(Records for the task Opens)

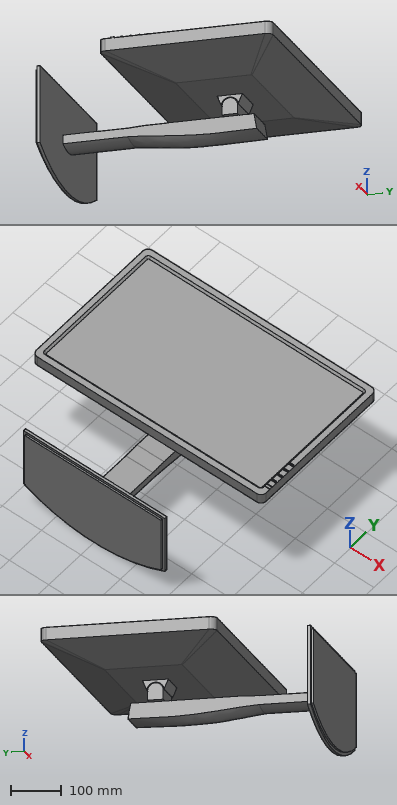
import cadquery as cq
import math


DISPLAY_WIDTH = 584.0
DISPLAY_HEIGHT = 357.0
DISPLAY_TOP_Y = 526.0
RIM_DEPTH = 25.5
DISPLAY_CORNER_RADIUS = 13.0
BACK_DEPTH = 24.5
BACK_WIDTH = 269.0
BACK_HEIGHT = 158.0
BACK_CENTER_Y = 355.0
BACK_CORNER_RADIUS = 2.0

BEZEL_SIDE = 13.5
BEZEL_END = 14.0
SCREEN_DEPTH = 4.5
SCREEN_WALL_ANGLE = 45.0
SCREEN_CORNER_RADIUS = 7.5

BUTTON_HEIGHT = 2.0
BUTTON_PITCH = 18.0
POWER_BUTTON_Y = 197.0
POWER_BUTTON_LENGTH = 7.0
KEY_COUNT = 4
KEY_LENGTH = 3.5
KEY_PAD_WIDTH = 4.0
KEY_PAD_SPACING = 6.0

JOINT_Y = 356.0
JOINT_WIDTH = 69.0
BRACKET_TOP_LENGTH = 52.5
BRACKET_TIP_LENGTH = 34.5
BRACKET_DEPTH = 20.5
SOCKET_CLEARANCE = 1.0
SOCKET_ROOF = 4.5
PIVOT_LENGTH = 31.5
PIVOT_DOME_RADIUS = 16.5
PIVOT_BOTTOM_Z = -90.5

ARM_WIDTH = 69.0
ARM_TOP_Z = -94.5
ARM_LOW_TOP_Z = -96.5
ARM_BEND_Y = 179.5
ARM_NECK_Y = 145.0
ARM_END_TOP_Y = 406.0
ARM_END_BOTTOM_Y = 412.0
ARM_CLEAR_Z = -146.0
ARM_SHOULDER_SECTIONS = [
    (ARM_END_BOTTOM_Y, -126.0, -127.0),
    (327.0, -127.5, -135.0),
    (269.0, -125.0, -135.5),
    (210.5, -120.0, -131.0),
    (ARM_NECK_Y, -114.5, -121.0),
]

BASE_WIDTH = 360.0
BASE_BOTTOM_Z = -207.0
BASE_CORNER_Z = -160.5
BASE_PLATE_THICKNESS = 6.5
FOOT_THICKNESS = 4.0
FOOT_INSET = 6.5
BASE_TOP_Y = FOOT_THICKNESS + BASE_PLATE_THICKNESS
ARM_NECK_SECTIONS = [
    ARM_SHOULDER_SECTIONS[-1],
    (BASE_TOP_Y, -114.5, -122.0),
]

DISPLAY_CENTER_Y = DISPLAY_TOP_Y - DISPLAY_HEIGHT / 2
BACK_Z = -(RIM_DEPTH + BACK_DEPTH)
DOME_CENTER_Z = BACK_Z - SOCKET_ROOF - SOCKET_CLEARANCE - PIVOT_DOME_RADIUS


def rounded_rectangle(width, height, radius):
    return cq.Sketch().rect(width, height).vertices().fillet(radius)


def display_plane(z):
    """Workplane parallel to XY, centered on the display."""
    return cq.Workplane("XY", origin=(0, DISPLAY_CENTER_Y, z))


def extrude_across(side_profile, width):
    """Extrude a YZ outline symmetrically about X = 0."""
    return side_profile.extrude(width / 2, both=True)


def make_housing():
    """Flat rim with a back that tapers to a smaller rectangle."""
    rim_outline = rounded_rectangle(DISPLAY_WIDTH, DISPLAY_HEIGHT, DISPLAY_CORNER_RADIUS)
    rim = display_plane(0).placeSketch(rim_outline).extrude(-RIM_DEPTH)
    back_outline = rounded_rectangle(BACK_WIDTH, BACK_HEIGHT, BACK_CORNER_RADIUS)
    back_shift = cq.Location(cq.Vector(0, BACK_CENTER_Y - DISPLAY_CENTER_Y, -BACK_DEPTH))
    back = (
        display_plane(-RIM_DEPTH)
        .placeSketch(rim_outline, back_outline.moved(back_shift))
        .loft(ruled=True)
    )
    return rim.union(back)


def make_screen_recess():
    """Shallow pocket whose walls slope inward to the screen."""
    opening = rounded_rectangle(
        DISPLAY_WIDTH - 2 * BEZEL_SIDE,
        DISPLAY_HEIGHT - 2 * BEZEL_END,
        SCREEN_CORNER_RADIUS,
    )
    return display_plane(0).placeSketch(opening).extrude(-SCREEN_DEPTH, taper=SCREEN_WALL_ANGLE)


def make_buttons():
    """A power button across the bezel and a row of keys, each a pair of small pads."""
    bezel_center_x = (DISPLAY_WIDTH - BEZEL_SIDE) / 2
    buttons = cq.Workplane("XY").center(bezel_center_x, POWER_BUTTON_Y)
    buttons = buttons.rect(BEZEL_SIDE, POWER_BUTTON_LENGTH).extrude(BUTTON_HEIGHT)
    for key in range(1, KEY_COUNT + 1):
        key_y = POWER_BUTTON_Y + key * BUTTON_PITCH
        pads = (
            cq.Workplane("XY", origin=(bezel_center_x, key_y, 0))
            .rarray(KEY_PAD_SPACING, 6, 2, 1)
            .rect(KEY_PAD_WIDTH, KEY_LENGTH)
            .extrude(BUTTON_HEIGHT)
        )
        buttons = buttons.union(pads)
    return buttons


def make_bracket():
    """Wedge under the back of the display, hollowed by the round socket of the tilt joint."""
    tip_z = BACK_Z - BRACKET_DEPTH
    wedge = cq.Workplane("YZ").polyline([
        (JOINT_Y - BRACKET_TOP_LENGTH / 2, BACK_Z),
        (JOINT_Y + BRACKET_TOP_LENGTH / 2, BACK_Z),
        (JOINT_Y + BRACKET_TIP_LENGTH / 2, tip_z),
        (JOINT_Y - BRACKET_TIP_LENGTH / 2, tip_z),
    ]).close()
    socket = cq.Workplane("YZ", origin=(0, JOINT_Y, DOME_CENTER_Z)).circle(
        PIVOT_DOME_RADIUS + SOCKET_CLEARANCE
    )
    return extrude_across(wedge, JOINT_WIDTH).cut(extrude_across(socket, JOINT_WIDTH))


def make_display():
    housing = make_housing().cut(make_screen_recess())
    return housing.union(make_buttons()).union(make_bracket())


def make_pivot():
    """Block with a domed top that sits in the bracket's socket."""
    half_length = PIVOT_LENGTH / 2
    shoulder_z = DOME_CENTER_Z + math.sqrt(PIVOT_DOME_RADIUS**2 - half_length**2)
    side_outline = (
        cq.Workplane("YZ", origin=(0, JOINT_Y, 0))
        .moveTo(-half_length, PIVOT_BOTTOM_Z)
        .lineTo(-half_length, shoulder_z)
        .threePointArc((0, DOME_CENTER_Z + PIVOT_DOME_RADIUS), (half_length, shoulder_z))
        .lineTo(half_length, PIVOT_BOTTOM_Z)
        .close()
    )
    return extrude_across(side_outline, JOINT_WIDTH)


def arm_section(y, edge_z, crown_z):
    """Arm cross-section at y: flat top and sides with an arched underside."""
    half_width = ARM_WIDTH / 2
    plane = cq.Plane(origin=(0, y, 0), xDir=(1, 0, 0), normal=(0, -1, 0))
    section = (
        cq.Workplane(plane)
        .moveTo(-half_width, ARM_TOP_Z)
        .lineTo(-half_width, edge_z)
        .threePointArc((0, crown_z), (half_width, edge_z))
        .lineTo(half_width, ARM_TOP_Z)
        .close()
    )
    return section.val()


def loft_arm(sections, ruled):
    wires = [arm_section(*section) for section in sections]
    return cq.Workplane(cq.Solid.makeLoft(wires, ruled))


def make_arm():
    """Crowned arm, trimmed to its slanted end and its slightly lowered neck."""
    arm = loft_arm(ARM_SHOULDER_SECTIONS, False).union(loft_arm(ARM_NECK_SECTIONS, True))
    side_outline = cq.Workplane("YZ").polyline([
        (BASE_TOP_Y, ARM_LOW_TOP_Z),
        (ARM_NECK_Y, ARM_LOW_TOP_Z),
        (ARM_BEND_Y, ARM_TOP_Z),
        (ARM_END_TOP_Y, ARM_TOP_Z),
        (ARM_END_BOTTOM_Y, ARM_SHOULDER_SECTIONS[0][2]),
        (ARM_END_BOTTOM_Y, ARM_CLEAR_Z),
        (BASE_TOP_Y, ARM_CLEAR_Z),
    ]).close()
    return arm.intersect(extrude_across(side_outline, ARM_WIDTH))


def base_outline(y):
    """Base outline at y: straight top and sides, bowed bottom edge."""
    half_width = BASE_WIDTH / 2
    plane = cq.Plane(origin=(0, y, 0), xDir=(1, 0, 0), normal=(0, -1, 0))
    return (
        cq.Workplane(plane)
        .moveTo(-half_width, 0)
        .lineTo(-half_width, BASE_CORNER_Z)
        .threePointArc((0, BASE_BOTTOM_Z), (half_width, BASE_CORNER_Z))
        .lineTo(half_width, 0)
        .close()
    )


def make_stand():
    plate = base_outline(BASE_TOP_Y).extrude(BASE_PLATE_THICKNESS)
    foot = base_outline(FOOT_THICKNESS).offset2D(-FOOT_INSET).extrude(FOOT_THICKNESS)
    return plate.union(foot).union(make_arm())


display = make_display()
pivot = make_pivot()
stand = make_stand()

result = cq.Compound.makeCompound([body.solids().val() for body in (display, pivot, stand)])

(Records for the task Closes)
(Records for the task Opens)

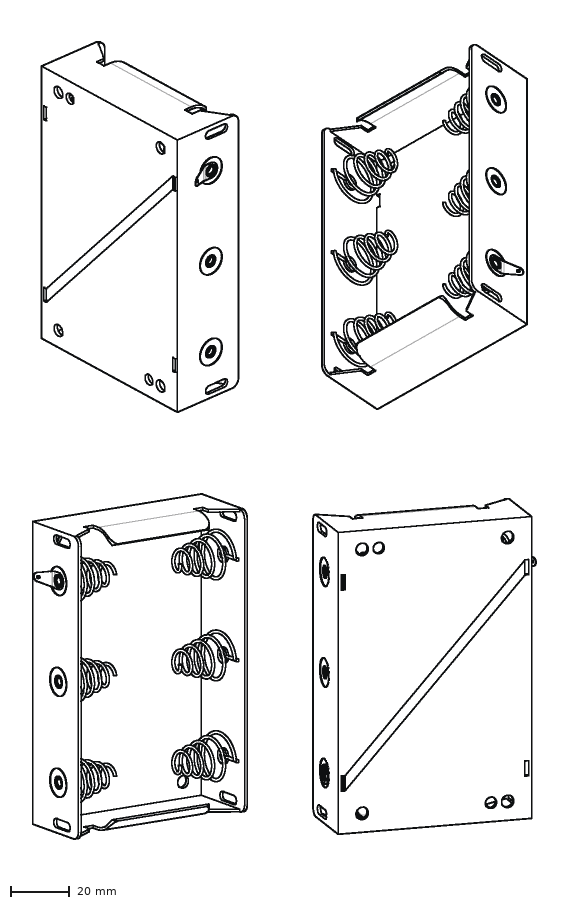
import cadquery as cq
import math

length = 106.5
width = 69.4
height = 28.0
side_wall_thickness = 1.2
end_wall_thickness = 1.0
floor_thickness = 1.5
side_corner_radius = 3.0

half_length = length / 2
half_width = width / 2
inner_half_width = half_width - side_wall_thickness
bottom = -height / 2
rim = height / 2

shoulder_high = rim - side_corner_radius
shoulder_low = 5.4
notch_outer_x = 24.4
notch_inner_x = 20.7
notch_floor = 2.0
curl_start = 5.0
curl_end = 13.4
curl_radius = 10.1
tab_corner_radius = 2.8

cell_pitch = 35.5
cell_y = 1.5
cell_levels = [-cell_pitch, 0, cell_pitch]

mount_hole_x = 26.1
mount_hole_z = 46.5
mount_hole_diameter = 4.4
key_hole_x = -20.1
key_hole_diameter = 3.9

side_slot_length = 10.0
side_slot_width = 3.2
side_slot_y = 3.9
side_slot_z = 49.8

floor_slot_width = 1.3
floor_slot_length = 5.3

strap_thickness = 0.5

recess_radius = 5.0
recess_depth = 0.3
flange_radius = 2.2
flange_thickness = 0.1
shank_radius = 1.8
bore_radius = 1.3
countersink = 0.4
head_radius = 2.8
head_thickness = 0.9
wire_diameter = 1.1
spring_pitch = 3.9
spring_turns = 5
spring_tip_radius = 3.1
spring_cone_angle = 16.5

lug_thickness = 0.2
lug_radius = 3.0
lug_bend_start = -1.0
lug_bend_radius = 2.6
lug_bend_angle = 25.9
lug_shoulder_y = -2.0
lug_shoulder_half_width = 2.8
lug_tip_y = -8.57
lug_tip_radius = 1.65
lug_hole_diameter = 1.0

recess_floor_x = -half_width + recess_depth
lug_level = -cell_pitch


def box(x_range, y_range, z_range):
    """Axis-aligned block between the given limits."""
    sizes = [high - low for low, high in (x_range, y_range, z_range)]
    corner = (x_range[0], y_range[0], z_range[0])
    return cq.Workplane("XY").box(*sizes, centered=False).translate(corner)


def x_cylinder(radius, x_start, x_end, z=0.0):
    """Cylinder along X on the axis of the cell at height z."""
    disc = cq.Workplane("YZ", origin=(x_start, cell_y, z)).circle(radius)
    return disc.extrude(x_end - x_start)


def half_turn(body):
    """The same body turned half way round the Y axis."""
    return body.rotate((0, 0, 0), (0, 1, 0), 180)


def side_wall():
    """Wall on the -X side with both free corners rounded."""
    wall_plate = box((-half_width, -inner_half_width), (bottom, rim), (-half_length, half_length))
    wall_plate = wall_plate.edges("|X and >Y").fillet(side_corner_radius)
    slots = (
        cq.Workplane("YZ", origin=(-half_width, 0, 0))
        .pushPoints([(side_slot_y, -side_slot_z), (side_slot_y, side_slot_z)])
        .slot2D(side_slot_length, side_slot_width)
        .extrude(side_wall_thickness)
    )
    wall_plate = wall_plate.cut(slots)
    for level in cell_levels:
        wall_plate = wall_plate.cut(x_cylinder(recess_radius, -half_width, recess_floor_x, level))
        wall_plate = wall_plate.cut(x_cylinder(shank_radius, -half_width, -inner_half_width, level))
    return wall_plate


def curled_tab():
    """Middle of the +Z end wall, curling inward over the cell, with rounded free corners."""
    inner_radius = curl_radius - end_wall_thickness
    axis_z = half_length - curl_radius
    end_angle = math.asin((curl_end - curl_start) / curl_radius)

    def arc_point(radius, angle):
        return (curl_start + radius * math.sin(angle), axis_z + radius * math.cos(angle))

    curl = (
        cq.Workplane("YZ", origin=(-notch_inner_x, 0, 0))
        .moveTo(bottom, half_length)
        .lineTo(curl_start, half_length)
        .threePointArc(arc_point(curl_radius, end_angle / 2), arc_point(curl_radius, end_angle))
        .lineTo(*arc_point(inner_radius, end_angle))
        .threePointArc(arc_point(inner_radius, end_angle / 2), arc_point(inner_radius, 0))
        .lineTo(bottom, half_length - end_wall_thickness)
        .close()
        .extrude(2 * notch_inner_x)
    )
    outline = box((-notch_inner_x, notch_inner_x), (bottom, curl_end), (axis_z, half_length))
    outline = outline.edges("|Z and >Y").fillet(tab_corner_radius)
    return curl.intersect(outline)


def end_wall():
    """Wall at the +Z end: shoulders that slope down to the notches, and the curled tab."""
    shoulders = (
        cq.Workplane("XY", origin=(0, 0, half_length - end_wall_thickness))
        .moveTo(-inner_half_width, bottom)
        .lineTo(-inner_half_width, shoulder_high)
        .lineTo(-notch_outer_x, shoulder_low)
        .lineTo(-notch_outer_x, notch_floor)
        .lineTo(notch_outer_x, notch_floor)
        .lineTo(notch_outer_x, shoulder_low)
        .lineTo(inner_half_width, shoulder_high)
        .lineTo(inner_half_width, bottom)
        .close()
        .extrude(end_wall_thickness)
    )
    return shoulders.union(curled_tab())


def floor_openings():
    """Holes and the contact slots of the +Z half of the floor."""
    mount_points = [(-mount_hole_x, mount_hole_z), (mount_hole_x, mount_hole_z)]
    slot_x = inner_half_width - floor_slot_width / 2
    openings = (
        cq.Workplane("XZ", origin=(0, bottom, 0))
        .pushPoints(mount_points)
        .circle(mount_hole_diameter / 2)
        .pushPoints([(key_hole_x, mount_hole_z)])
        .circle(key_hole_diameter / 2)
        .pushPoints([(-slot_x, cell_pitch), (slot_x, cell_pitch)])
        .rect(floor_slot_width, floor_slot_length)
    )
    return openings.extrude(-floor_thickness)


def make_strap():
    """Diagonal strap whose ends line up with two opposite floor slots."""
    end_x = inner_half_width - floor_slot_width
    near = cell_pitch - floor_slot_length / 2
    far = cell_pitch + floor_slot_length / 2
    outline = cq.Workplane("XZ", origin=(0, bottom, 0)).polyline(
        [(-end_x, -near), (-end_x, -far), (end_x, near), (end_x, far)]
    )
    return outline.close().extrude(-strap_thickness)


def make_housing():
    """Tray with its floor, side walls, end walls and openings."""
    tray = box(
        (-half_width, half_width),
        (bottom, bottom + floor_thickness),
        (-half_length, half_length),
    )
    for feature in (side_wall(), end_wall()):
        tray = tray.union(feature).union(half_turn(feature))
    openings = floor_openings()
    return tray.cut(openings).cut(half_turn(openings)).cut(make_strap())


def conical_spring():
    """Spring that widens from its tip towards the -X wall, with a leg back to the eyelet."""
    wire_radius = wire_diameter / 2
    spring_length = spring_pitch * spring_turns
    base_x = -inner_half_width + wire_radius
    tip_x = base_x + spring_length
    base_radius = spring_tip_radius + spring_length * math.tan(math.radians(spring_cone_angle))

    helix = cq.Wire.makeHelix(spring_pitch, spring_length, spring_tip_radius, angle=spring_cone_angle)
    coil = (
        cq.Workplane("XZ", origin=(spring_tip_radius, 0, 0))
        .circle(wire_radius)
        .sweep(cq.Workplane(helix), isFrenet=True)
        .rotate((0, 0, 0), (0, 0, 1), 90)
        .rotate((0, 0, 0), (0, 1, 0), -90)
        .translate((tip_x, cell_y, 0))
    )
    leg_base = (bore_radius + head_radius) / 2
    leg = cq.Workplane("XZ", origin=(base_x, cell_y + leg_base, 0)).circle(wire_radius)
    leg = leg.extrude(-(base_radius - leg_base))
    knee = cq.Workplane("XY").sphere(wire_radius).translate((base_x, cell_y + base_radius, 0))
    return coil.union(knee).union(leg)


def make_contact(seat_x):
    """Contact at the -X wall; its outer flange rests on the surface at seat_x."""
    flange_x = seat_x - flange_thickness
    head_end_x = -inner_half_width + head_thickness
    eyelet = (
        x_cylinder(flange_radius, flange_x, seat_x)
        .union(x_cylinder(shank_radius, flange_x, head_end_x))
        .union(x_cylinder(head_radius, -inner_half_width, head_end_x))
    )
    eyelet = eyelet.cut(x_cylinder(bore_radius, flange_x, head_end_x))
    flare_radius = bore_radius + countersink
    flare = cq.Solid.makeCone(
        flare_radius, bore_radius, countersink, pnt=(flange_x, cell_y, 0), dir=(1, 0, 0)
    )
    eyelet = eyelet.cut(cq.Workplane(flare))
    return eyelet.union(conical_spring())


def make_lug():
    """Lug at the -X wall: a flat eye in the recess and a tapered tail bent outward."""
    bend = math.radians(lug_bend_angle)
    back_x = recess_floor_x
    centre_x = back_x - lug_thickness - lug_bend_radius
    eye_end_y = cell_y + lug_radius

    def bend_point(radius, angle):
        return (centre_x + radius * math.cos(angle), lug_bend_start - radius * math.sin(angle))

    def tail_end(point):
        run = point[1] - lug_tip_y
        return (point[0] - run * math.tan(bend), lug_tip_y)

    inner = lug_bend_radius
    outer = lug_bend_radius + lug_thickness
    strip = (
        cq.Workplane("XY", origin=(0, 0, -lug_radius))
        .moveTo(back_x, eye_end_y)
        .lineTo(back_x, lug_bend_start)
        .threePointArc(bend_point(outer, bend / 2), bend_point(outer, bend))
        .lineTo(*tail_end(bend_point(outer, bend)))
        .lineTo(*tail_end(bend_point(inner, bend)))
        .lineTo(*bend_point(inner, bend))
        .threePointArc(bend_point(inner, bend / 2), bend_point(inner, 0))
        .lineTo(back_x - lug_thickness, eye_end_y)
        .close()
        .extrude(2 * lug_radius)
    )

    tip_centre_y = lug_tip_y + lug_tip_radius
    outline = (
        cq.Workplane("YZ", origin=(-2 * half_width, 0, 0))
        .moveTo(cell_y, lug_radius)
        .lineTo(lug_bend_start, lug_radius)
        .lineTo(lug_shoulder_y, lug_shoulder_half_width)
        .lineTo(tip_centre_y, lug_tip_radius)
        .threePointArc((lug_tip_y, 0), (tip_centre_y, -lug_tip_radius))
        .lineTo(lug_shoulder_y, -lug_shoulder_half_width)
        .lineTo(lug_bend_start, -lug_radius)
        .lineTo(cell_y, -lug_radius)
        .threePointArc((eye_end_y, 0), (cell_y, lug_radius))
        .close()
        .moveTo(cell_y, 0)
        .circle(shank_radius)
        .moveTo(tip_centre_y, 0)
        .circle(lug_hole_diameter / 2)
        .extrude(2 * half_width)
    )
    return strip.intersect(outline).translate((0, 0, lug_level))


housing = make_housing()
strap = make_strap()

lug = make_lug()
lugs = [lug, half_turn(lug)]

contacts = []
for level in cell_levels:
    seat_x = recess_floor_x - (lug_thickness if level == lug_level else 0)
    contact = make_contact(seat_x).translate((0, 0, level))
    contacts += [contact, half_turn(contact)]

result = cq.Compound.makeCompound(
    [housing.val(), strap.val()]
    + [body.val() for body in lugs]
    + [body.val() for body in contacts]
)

(Records for the task Closes)
(Records for the task Opens)

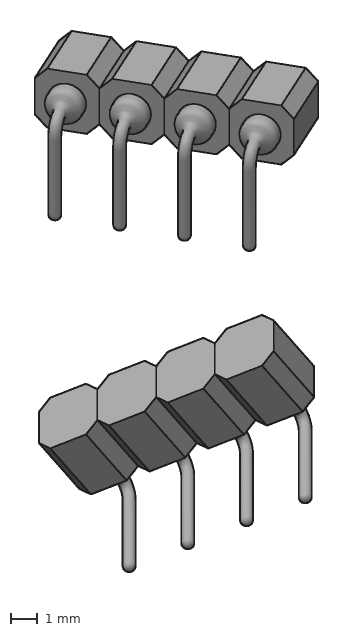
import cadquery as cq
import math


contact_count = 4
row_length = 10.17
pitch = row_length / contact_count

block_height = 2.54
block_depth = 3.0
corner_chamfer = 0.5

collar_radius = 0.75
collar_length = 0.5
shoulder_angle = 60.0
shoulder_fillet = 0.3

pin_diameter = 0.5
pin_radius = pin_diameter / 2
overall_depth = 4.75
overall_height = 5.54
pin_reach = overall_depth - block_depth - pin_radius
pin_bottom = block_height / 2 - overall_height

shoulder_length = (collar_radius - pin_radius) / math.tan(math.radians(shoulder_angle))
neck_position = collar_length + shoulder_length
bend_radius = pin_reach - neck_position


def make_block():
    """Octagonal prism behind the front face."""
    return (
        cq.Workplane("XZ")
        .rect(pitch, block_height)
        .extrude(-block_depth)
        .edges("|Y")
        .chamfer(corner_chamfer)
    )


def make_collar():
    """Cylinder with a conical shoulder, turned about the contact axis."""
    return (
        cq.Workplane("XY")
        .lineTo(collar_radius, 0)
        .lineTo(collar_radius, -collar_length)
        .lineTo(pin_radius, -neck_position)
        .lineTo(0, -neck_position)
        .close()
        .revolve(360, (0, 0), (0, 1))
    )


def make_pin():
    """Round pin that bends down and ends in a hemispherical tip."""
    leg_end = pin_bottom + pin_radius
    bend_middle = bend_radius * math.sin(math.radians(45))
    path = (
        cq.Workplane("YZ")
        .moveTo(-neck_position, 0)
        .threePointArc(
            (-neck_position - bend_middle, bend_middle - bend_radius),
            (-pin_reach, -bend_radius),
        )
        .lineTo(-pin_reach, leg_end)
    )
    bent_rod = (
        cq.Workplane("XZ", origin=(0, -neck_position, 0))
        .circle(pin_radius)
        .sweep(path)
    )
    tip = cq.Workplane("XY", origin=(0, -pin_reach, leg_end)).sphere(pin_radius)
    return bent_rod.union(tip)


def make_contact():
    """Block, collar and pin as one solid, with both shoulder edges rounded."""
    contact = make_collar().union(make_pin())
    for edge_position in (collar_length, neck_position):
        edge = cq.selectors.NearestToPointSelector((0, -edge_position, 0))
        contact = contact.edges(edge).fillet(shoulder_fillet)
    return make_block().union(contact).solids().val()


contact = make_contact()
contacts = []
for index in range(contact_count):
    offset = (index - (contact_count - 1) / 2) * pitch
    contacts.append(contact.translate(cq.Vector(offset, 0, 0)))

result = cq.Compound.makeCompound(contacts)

(Records for the task Closes)

Your reply must be one number: the count of lines in the records above that contain the string "whose".

2